Again, I must emphasise that I really like this document. I find all the ethical principles articulated by the MIT team worthy and I find it hard to disagree with any of the intent… but I would like to sharpen the focus on these couple of areas. I would hate to think, any school leader could pick up this document uncritically, and ‘miss’ what I’d urge us all to place front and centre in the work of schools.
When it comes to AI, lets place safety and privacy (Non-malefience) unambiguously in the glare of our professional spotlight.
When considering AI within our practice, let’s ask that question, MIT pose on behalf of teachers
Will this tool help or harm the children in our care?

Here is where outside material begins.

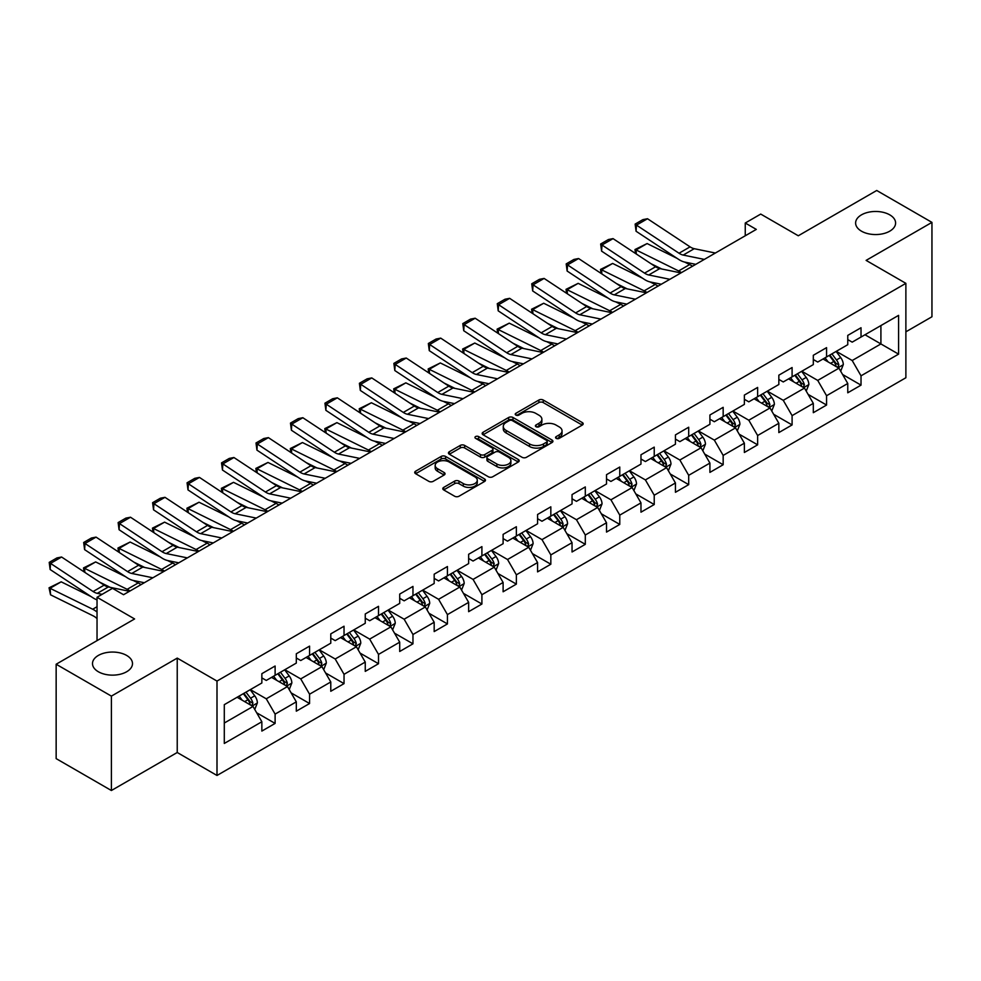 <?xml version="1.0" encoding="UTF-8"?>
<svg xmlns="http://www.w3.org/2000/svg" width="981" height="981" viewBox="0 0 981 981"><rect width="100%" height="100%" fill="white"/><g stroke="black" fill="none" stroke-linecap="round" stroke-linejoin="round"><path stroke-width="1.47" d="M556.202 438.36A2.146 1.239 0 0 0 559.231 438.36L582.273 425.067A3.066 1.766 0 0 0 583.18 423.817A3.066 1.766 0 0 0 582.273 422.553L543.241 400.027A3.066 1.766 0 0 0 538.9 400.027L515.859 413.32A2.146 1.239 0 0 0 515.233 414.203A2.146 1.239 0 0 0 515.859 415.073A2.146 1.239 0 0 0 518.9 415.073L521.88 413.357A9.81 5.665 0 0 1 535.761 413.357L539.01 415.233A9.81 5.665 0 0 1 541.88 419.243A9.81 5.665 0 0 1 539.01 423.252L536.031 424.969A2.146 1.239 0 0 0 535.405 425.84A2.146 1.239 0 0 0 536.031 426.723A2.146 1.239 0 0 0 539.072 426.723L542.052 425.006A9.81 5.665 0 0 1 555.933 425.006L559.182 426.882A9.81 5.665 0 0 1 562.052 430.88A9.81 5.665 0 0 1 559.182 434.89L556.202 436.619A2.146 1.239 0 0 0 555.565 437.489A2.146 1.239 0 0 0 556.202 438.36L556.202 436.619M126.635 655.431A20 11.539 0 0 0 104.844 652.929A20 11.539 0 0 0 92.496 663.597A20 11.539 0 0 0 98.358 671.752A20 11.539 0 0 0 120.148 674.266A20 11.539 0 0 0 132.496 663.597A20 11.539 0 0 0 126.635 655.431M889.755 214.851A20 11.539 0 0 0 867.964 212.35A20 11.539 0 0 0 855.616 223.018A20 11.539 0 0 0 861.465 231.173A20 11.539 0 0 0 883.268 233.674A20 11.539 0 0 0 895.604 223.018A20 11.539 0 0 0 889.755 214.851M443.694 487.41A3.066 1.766 0 0 0 442.799 488.673A3.066 1.766 0 0 0 443.694 489.924L454.657 496.239A3.066 1.766 0 0 0 458.985 496.239L484.577 481.463A3.066 1.766 0 0 0 485.472 480.212A3.066 1.766 0 0 0 484.577 478.961L445.546 456.423A3.066 1.766 0 0 0 441.205 456.423L415.613 471.199A3.066 1.766 0 0 0 414.718 472.45A3.066 1.766 0 0 0 415.613 473.7L428.844 481.34A3.066 1.766 0 0 0 433.185 481.34L444.135 475.025A3.066 1.766 0 0 0 445.031 473.762A3.066 1.766 0 0 0 444.135 472.511L437.575 468.734A8.204 4.733 0 0 1 435.172 465.374A8.204 4.733 0 0 1 440.236 461.009A8.204 4.733 0 0 1 449.175 462.026L474.878 476.864A8.204 4.733 0 0 1 477.281 480.212A8.204 4.733 0 0 1 472.217 484.589A8.204 4.733 0 0 1 463.277 483.559L458.985 481.095A3.066 1.766 0 0 0 454.657 481.095L443.694 487.41L443.694 489.924L454.657 483.645L454.657 481.095M905.88 331.823L931.95 316.765L931.95 222.38L876.72 190.486L798.289 235.771L760.729 214.079L745.253 223.018L756.302 229.395L123.545 594.719L112.496 588.33L97.033 597.27L97.033 640.63M111.393 696.118L111.393 790.514L177.23 752.501L177.23 658.104L111.393 696.118L56.15 664.235L134.593 618.95L97.033 597.27M177.23 658.104L216.997 681.072L905.88 283.35L905.88 377.746L216.997 775.468L216.997 681.072M931.95 222.38L866.113 260.382L905.88 283.35M522.1 457.305A3.066 1.766 0 0 0 526.429 457.305L552.021 442.529A3.066 1.766 0 0 0 552.916 441.278A3.066 1.766 0 0 0 552.021 440.028L512.989 417.489A3.066 1.766 0 0 0 508.649 417.489L483.057 432.265A3.066 1.766 0 0 0 482.161 433.516A3.066 1.766 0 0 0 483.057 434.767L522.1 457.305M476.435 438.826A2.146 1.239 0 0 1 478.618 439.132L478.618 436.582L518.299 459.488A3.066 1.766 0 0 1 519.194 460.751A3.066 1.766 0 0 1 518.299 462.002L492.707 476.778A3.066 1.766 0 0 1 488.379 476.778L449.335 454.24L460.285 447.961L460.285 445.411L449.335 451.726A3.066 1.766 0 0 0 448.44 452.989A3.066 1.766 0 0 0 449.335 454.24L449.335 451.726M460.285 447.961A3.066 1.766 0 0 1 464.626 447.961L464.626 445.411A3.066 1.766 0 0 0 460.285 445.411M464.626 445.411L480.457 454.546A3.066 1.766 0 0 0 484.798 454.546L492.057 450.353A3.066 1.766 0 0 0 492.953 449.102A3.066 1.766 0 0 0 492.057 447.851L475.577 438.335A2.146 1.239 0 0 1 474.951 437.452A2.146 1.239 0 0 1 476.276 436.312A2.146 1.239 0 0 1 478.618 436.582M111.393 790.514L56.15 758.62L56.15 664.235M256.654 712.77L275.109 723.414L275.109 714.107L296.311 701.856L296.311 711.176L309.567 703.524L309.567 694.205L330.781 681.967L330.781 691.274L344.037 683.622L344.037 674.315L365.251 662.065L365.251 671.372L378.507 663.72L378.507 654.413L399.708 642.163L399.708 651.482L412.964 643.818L412.964 634.511L434.178 622.261L434.178 631.58L447.434 623.928L447.434 614.609L468.648 602.371L468.648 611.678L481.904 604.026L481.904 594.719L503.106 582.469L503.106 591.776L516.362 584.124L516.362 574.817L537.576 562.567L537.576 571.886L550.832 564.234L550.832 554.915L572.046 542.677L572.046 551.984L585.301 544.332L585.301 535.013L606.516 522.775L606.516 532.082L619.771 524.43L619.771 515.123L640.973 502.873L640.973 512.18L654.229 504.528L654.229 495.221L675.443 482.971L675.443 492.29L688.699 484.639L688.699 475.319L709.913 463.081L709.913 472.388L723.169 464.736L723.169 455.417L744.371 443.179L744.371 452.486L757.626 444.834L757.626 435.527L778.84 423.277L778.84 432.584L792.096 424.932L792.096 415.625L813.31 403.375L813.31 412.694L826.566 405.043L826.566 395.723L847.768 383.485L847.768 392.792L861.024 385.141L861.024 375.821L898.584 354.141L898.584 315.367L880.913 325.569L880.913 343.939L898.584 354.141M275.109 723.414L261.853 731.078L261.853 721.758L224.293 743.451L224.293 704.665L261.853 682.984L261.853 673.677L275.109 666.013L275.109 675.333L296.311 663.082L296.311 653.775L309.567 646.123L309.567 655.431L330.781 643.18L330.781 633.873L344.037 626.221L344.037 635.529L365.251 623.291L365.251 613.971L378.507 606.319L378.507 615.639L399.708 603.389L399.708 594.081L412.964 586.417L412.964 595.737L434.178 583.487L434.178 574.179L447.434 566.528L447.434 575.835L468.648 563.585L468.648 554.277L481.904 546.625L481.904 555.933L503.106 543.695L503.106 534.375L516.362 526.723L516.362 536.043L537.576 523.793L537.576 514.485L550.832 506.821L550.832 516.141L572.046 503.891L572.046 494.583L585.301 486.932L585.301 496.239L606.516 483.989L606.516 474.681L619.771 467.03L619.771 476.337L640.973 464.099L640.973 454.779L654.229 447.128L654.229 456.447L675.443 444.197L675.443 434.89L688.699 427.226L688.699 436.545L709.913 424.295L709.913 414.988L723.169 407.336L723.169 416.643L744.371 404.393L744.371 395.085L757.626 387.434L757.626 396.741L778.84 384.503L778.84 375.183L792.096 367.532L792.096 376.851L813.31 364.601L813.31 355.294L826.566 347.642L826.566 356.949L847.768 344.699L847.768 335.392L861.024 327.74L861.024 337.047L898.584 315.367M271.565 677.368L287.482 686.553L266.268 698.803L250.363 689.618M261.853 677.883L266.268 680.434L275.109 675.333M266.268 698.803L275.109 714.107M287.482 686.553L296.311 701.856M306.035 657.466L321.94 666.651L300.738 678.901L284.821 669.716M296.311 657.981L300.738 660.532L309.567 655.431M300.738 678.901L309.567 694.205M321.94 666.651L330.781 681.967M340.505 637.576L356.41 646.761L335.195 658.999L319.291 649.814M330.781 638.079L335.195 640.63L344.037 635.529M335.195 658.999L344.037 674.315M356.41 646.761L365.251 662.065M374.963 617.674L390.879 626.859L369.665 639.109L353.761 629.925M365.251 618.189L369.665 620.74L378.507 615.639M369.665 639.109L378.507 654.413M390.879 626.859L399.708 642.163M409.433 597.772L425.337 606.957L404.135 619.207L388.218 610.023M399.708 598.287L404.135 600.838L412.964 595.737M404.135 619.207L412.964 634.511M425.337 606.957L434.178 622.261M443.903 577.87L459.807 587.055L438.593 599.305L422.688 590.121M434.178 578.385L438.593 580.936L447.434 575.835M438.593 599.305L447.434 614.609M459.807 587.055L468.648 602.371M478.36 557.981L494.277 567.165L473.063 579.403L457.158 570.219M468.648 558.483L473.063 561.034L481.904 555.933M473.063 579.403L481.904 594.719M494.277 567.165L503.106 582.469M512.83 538.079L528.734 547.263L507.533 559.513L491.616 550.329M503.106 538.594L507.533 541.144L516.362 536.043M507.533 559.513L516.362 574.817M528.734 547.263L537.576 562.567M547.3 518.176L563.204 527.361L541.99 539.611L526.086 530.427M537.576 518.691L541.99 521.242L550.832 516.141M541.99 539.611L550.832 554.915M563.204 527.361L572.046 542.677M581.77 498.287L597.674 507.471L576.46 519.709L560.556 510.525M572.046 498.789L576.46 501.34L585.301 496.239M576.46 519.709L585.301 535.013M597.674 507.471L606.516 522.775M616.227 478.385L632.144 487.569L610.93 499.807L595.026 490.623M606.516 478.887L610.93 481.438L619.771 476.337M610.93 499.807L619.771 515.123M632.144 487.569L640.973 502.873M650.697 458.483L666.602 467.667L645.4 479.917L629.483 470.733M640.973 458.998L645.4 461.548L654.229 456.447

Privacy is not optional — especially for minors
Before wrapping this blog post up, I’d like to draw some special attention to page 8 of the Guidebook. The discussion there about data privacy is essential reading.
It rightly warns that AI systems, even when users don’t provide personal information, can infer identity markers and potentially share data – intentionally or not – for commercial purposes.
“AI tool users may unintentionally share personally identifiable information… [which] could then be used for a variety of purposes,” including advertising.
In schools we must think about what tools are being provided by our organisation, and what (realistically) we might be able to do to help safeguard the identities, privacy, and data of the kids in our care. In primary and secondary school settings, this is not a technicality. We have a duty of care. We cannot act like higher education institutions where students are legal adults. Our obligations are – and must be – higher.
A guidebook worth engaging with
This guide isn’t definitive, and it doesn’t pretend to be. In fact, the authors, rightly, own that fact that we are all “building the plane as we fly it”.
Instead of offering easy fixes and comfortable solutions, Reich and his coauthors model the kind of thoughtful, questioning, community-informed approach that all schools need in this moment.
If you haven’t read it yet – read it.
If you’ve read it – talk about it with your team.
Not because it has all the answers, but because it frames the right questions. It holds within it the right provocations.
In upcoming posts, I’ll explore the guide’s next sections — including how it addresses policy development, student use, teacher PD, and AI literacy.
But for now, if you’re still feeling perplexed as to how best to engage with AI in your classroom – that’s okay.
So are we all. There’s plenty of room in our tent.